+++ MATERIAL TO PROCESS
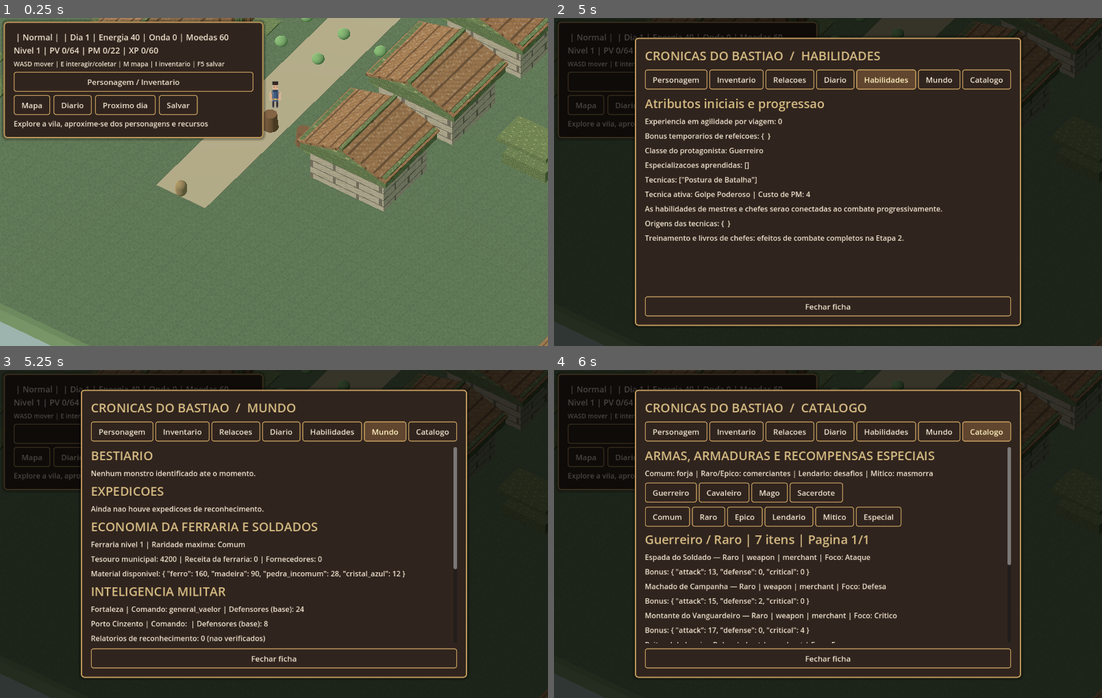
Above: before the commit, frames 1-4 (two rows, left to right).
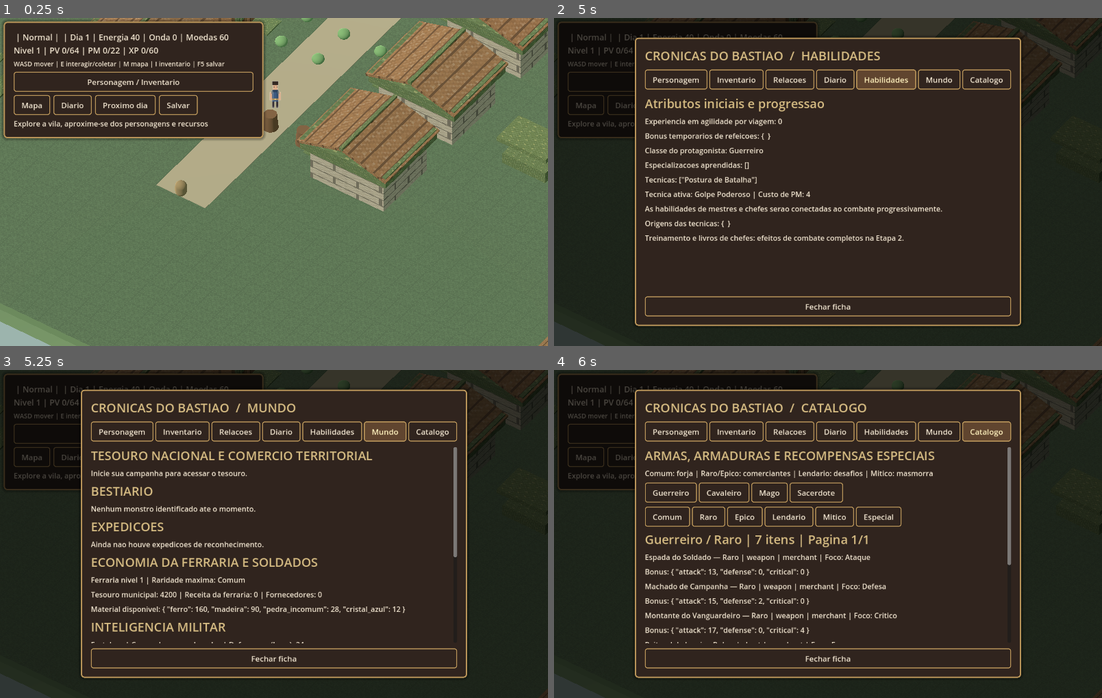
Above: after the commit, the same moments.

Repository: alexandre10227-afk/fortaleza-ultimo-bastiao
Game: Godot game, scene res://scenes/world.tscn
Two runs of this game, one before a commit and one after it. Both use one fixed random seed, a clock stepped at 60 frames per second and the inputs below. This scene is started directly instead of the project's main scene.
Inputs:
- Up to frame 1 (0.25 s): no input
- Up to frame 2 (5 s): click "Diario" at 0.5 s; click "Personagem" at 1.25 s; click "Inventario" at 2 s; click "Relacoes" at 2.75 s; click "Diario" at 3.5 s; click "Habilidades" at 4.25 s
- Up to frame 3 (5.25 s): click "Mundo" at 5 s
- Up to frame 4 (6 s): click "Catalogo" at 5.75 s

Frames 1-2 are identical in both runs. In frame 3, 6.2% of the frame differs, in the area x 16-84%, y 24-84%; in frame 4, nothing differs.

Commit message:
feat(ui): national treasury in World tab with clickable consignments, public construction and diplomacy

Diff:
--- a/novo_projeto/scripts/character_sheet.gd
+++ b/novo_projeto/scripts/character_sheet.gd
@@ -147,6 +147,7 @@
                 var event: Dictionary = GameState.events[index]
                 _line("Dia %d | %s" % [int(event.get("day", 0)), str(event.get("description", ""))])
         "Mundo":
+            _render_treasury()
             _line("BESTIARIO", true)
             if GameState.discovered_bestiary.is_empty():
                 _line("Nenhum monstro identificado ate o momento.")
@@ -282,3 +283,75 @@
     UI.apply_button(forward)
     forward.pressed.connect(_catalog_turn_page.bind(1))
     navigation.add_child(forward)
+
+func _treasury_action(action: String, argument: String = "") -> void:
+    var success := false
+    match action:
+        "consign":
+            success = GameState.consign_player_item(argument,1)
+        "withdraw":
+            success = GameState.cancel_consignment(int(argument))
+        "upgrade":
+            success = GameState.upgrade_public_building(argument)
+        "trade":
+            success = GameState.negotiate_territory_trade("Porto Cinzento",argument,3)
+    if success:
+        show_page("Mundo")
+    else:
+        _line("Acao indisponivel: confira recursos, ouro, juramento e estoque.",true)
+
+func _render_treasury() -> void:
+    _line("TESOURO NACIONAL E COMERCIO TERRITORIAL",true)
+    var region := GameState.current_region
+    if not GameState.TERRITORY.valid_region(region):
+        _line("Inicie sua campanha para acessar o tesouro.")
+        return
+    var treasury: Dictionary = GameState.national_treasury(region)
+    _line("%s | Ouro nacional: %d | Impostos de NPC: %d | Taxas de vendas: %d" % [region,int(treasury.get("treasury",0)),int(treasury.get("tax_received",0)),int(treasury.get("consign_tax",0))])
+    _line("Mercado (capital dos compradores): %d | Estoque publico: %s" % [int(treasury.get("market_liquidity",0)),str(treasury.get("stock",{}))])
+    _line("Trabalhadores e producao: lenhador, mineiro, agricultor e mercador.")
+    _line("VENDAS DO JOGADOR: 12% da venda vai ao tesouro; restante ao jogador.",true)
+    _line("Cada anuncio vende ate 1 unidade por dia. Itens equipados e exclusivos nao podem ser vendidos.")
+    var displayed := 0
+    for item_id in GameState.inventory:
+        if int(GameState.inventory[item_id]) <= 0 or not ITEMS.is_tradeable(str(item_id)):
+            continue
+        var item_name := str(ITEMS.get_item(str(item_id)).get("name",item_id))
+        var list_button := Button.new()
+        list_button.text = "Anunciar 1: %s (estoque %d)" % [item_name,int(GameState.inventory[item_id])]
+        list_button.disabled = GameState.TERRITORY.can_list(str(item_id),ITEMS.get_item(str(item_id)),1,GameState.inventory,GameState.equipped) == false
+        UI.apply_button(list_button)
+        list_button.pressed.connect(_treasury_action.bind("consign",str(item_id)))
+        body.add_child(list_button)
+        displayed += 1
+        if displayed == 6:
+            break
+    for listing in GameState.national_economy.get("consignments",[]):
+        if listing is Dictionary and listing.get("status","") == "active":
+            var reclaim := Button.new()
+            reclaim.text = "Retirar anuncio #%d: %s x%d" % [int(listing["id"]),str(listing["item"]),int(listing["quantity"])]
+            UI.apply_button(reclaim)
+            reclaim.pressed.connect(_treasury_action.bind("withdraw",str(listing["id"])))
+            body.add_child(reclaim)
+    _line("OBRAS PUBLICAS: pagas com ouro e materiais do tesouro",true)
+    for building in GameState.TERRITORY.UPGRADE_BASE:
+        var level := int(GameState.building_levels.get(building,1))
+        var costs: Dictionary = GameState.TERRITORY.costs(building,level)
+        if costs.is_empty():
+            continue
+        var improve := Button.new()
+        improve.text = "%s %d→%d | %d ouro | %s" % [building,level,level+1,int(costs["gold"]),str(costs["materials"])]
+        improve.disabled = GameState.oath != "guardian" or region != "Fortaleza" or not GameState.TERRITORY.can_build(GameState.national_economy,region,building,level)
+        UI.apply_button(improve)
+        improve.pressed.connect(_treasury_action.bind("upgrade",building))
+        body.add_child(improve)
+    _line("DIPLOMACIA: vender materiais para Porto Cinzento aumenta a confianca.",true)
+    var relations: Dictionary = treasury.get("relations",{})
+    _line("Confianca com Porto Cinzento: %d/100 | Aliancas: %s" % [int(relations.get("Porto Cinzento",0)),str(treasury.get("alliances",[]))])
+    for material in ["madeira","pedra","ferro","pedra_incomum"]:
+        var trade_button := Button.new()
+        trade_button.text = "Enviar 3 x %s para Porto Cinzento" % material
+        trade_button.disabled = GameState.oath != "guardian" or region != "Fortaleza" or int(treasury.get("stock",{}).get(material,0)) < 3
+        UI.apply_button(trade_button)
+        trade_button.pressed.connect(_treasury_action.bind("trade",material))
+        body.add_child(trade_button)
++++++
Skipping the pictures, output the entries exactly as they appear above.

> _RESPONSE_
Above: before the commit, frames 1-4 (two rows, left to right).
Above: after the commit, the same moments.

Repository: alexandre10227-afk/fortaleza-ultimo-bastiao
Game: Godot game, scene res://scenes/world.tscn
Two runs of this game, one before a commit and one after it. Both use one fixed random seed, a clock stepped at 60 frames per second and the inputs below. This scene is started directly instead of the project's main scene.
Inputs:
- Up to frame 1 (0.25 s): no input
- Up to frame 2 (5 s): click "Diario" at 0.5 s; click "Personagem" at 1.25 s; click "Inventario" at 2 s; click "Relacoes" at 2.75 s; click "Diario" at 3.5 s; click "Habilidades" at 4.25 s
- Up to frame 3 (5.25 s): click "Mundo" at 5 s
- Up to frame 4 (6 s): click "Catalogo" at 5.75 s

Frames 1-2 are identical in both runs. In frame 3, 6.2% of the frame differs, in the area x 16-84%, y 24-84%; in frame 4, nothing differs.

Commit message:
feat(ui): national treasury in World tab with clickable consignments, public construction and diplomacy

Diff:
--- a/novo_projeto/scripts/character_sheet.gd
+++ b/novo_projeto/scripts/character_sheet.gd
@@ -147,6 +147,7 @@
                 var event: Dictionary = GameState.events[index]
                 _line("Dia %d | %s" % [int(event.get("day", 0)), str(event.get("description", ""))])
         "Mundo":
+            _render_treasury()
             _line("BESTIARIO", true)
             if GameState.discovered_bestiary.is_empty():
                 _line("Nenhum monstro identificado ate o momento.")
@@ -282,3 +283,75 @@
     UI.apply_button(forward)
     forward.pressed.connect(_catalog_turn_page.bind(1))
     navigation.add_child(forward)
+
+func _treasury_action(action: String, argument: String = "") -> void:
+    var success := false
+    match action:
+        "consign":
+            success = GameState.consign_player_item(argument,1)
+        "withdraw":
+            success = GameState.cancel_consignment(int(argument))
+        "upgrade":
+            success = GameState.upgrade_public_building(argument)
+        "trade":
+            success = GameState.negotiate_territory_trade("Porto Cinzento",argument,3)
+    if success:
+        show_page("Mundo")
+    else:
+        _line("Acao indisponivel: confira recursos, ouro, juramento e estoque.",true)
+
+func _render_treasury() -> void:
+    _line("TESOURO NACIONAL E COMERCIO TERRITORIAL",true)
+    var region := GameState.current_region
+    if not GameState.TERRITORY.valid_region(region):
+        _line("Inicie sua campanha para acessar o tesouro.")
+        return
+    var treasury: Dictionary = GameState.national_treasury(region)
+    _line("%s | Ouro nacional: %d | Impostos de NPC: %d | Taxas de vendas: %d" % [region,int(treasury.get("treasury",0)),int(treasury.get("tax_received",0)),int(treasury.get("consign_tax",0))])
+    _line("Mercado (capital dos compradores): %d | Estoque publico: %s" % [int(treasury.get("market_liquidity",0)),str(treasury.get("stock",{}))])
+    _line("Trabalhadores e producao: lenhador, mineiro, agricultor e mercador.")
+    _line("VENDAS DO JOGADOR: 12% da venda vai ao tesouro; restante ao jogador.",true)
+    _line("Cada anuncio vende ate 1 unidade por dia. Itens equipados e exclusivos nao podem ser vendidos.")
+    var displayed := 0
+    for item_id in GameState.inventory:
+        if int(GameState.inventory[item_id]) <= 0 or not ITEMS.is_tradeable(str(item_id)):
+            continue
+        var item_name := str(ITEMS.get_item(str(item_id)).get("name",item_id))
+        var list_button := Button.new()
+        list_button.text = "Anunciar 1: %s (estoque %d)" % [item_name,int(GameState.inventory[item_id])]
+        list_button.disabled = GameState.TERRITORY.can_list(str(item_id),ITEMS.get_item(str(item_id)),1,GameState.inventory,GameState.equipped) == false
+        UI.apply_button(list_button)
+        list_button.pressed.connect(_treasury_action.bind("consign",str(item_id)))
+        body.add_child(list_button)
+        displayed += 1
+        if displayed == 6:
+            break
+    for listing in GameState.national_economy.get("consignments",[]):
+        if listing is Dictionary and listing.get("status","") == "active":
+            var reclaim := Button.new()
+            reclaim.text = "Retirar anuncio #%d: %s x%d" % [int(listing["id"]),str(listing["item"]),int(listing["quantity"])]
+            UI.apply_button(reclaim)
+            reclaim.pressed.connect(_treasury_action.bind("withdraw",str(listing["id"])))
+            body.add_child(reclaim)
+    _line("OBRAS PUBLICAS: pagas com ouro e materiais do tesouro",true)
+    for building in GameState.TERRITORY.UPGRADE_BASE:
+        var level := int(GameState.building_levels.get(building,1))
+        var costs: Dictionary = GameState.TERRITORY.costs(building,level)
+        if costs.is_empty():
+            continue
+        var improve := Button.new()
+        improve.text = "%s %d→%d | %d ouro | %s" % [building,level,level+1,int(costs["gold"]),str(costs["materials"])]
+        improve.disabled = GameState.oath != "guardian" or region != "Fortaleza" or not GameState.TERRITORY.can_build(GameState.national_economy,region,building,level)
+        UI.apply_button(improve)
+        improve.pressed.connect(_treasury_action.bind("upgrade",building))
+        body.add_child(improve)
+    _line("DIPLOMACIA: vender materiais para Porto Cinzento aumenta a confianca.",true)
+    var relations: Dictionary = treasury.get("relations",{})
+    _line("Confianca com Porto Cinzento: %d/100 | Aliancas: %s" % [int(relations.get("Porto Cinzento",0)),str(treasury.get("alliances",[]))])
+    for material in ["madeira","pedra","ferro","pedra_incomum"]:
+        var trade_button := Button.new()
+        trade_button.text = "Enviar 3 x %s para Porto Cinzento" % material
+        trade_button.disabled = GameState.oath != "guardian" or region != "Fortaleza" or int(treasury.get("stock",{}).get(material,0)) < 3
+        UI.apply_button(trade_button)
+        trade_button.pressed.connect(_treasury_action.bind("trade",material))
+        body.add_child(trade_button)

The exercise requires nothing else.